▶ _DIRECTIONS FOR THIS TASK_: All lines from the one containing "inner_x) / 2, y)" through the final line of the entries are to be written out verbatim; no other line is to be included.

*** TASK DATA ***

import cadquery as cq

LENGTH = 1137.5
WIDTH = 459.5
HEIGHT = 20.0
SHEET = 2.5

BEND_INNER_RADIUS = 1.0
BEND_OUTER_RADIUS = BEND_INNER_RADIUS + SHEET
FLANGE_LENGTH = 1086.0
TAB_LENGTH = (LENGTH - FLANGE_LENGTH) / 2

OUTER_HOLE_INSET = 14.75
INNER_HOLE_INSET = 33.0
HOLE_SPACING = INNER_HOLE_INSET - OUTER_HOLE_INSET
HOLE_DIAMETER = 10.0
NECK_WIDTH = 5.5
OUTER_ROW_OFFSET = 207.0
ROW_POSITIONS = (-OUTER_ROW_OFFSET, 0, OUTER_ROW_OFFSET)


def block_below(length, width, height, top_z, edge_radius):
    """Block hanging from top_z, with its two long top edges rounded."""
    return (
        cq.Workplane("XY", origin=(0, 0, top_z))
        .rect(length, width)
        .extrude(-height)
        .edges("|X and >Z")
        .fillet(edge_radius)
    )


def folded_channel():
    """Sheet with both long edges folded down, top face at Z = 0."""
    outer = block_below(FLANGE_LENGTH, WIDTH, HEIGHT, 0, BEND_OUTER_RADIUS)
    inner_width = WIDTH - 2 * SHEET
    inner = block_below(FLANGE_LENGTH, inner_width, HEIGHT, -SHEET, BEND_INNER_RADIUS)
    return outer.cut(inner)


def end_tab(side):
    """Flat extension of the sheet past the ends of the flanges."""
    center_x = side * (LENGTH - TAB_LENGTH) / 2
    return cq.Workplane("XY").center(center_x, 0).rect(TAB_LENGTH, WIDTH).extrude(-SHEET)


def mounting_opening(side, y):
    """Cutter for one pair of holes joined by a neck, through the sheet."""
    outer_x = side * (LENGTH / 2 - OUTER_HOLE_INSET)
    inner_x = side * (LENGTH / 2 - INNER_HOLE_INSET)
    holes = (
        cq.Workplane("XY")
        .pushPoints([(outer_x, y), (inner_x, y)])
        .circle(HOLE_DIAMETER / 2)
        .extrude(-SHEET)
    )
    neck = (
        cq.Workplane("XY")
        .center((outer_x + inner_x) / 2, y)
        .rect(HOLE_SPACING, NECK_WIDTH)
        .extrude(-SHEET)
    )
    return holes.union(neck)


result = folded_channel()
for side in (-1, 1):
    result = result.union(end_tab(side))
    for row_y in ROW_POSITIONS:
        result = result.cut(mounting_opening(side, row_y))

*** End of TASK DATA ***

▶ _SOLUTION_:
        .center((outer_x + inner_x) / 2, y)
        .rect(HOLE_SPACING, NECK_WIDTH)
        .extrude(-SHEET)
    )
    return holes.union(neck)


result = folded_channel()
for side in (-1, 1):
    result = result.union(end_tab(side))
    for row_y in ROW_POSITIONS:
        result = result.cut(mounting_opening(side, row_y))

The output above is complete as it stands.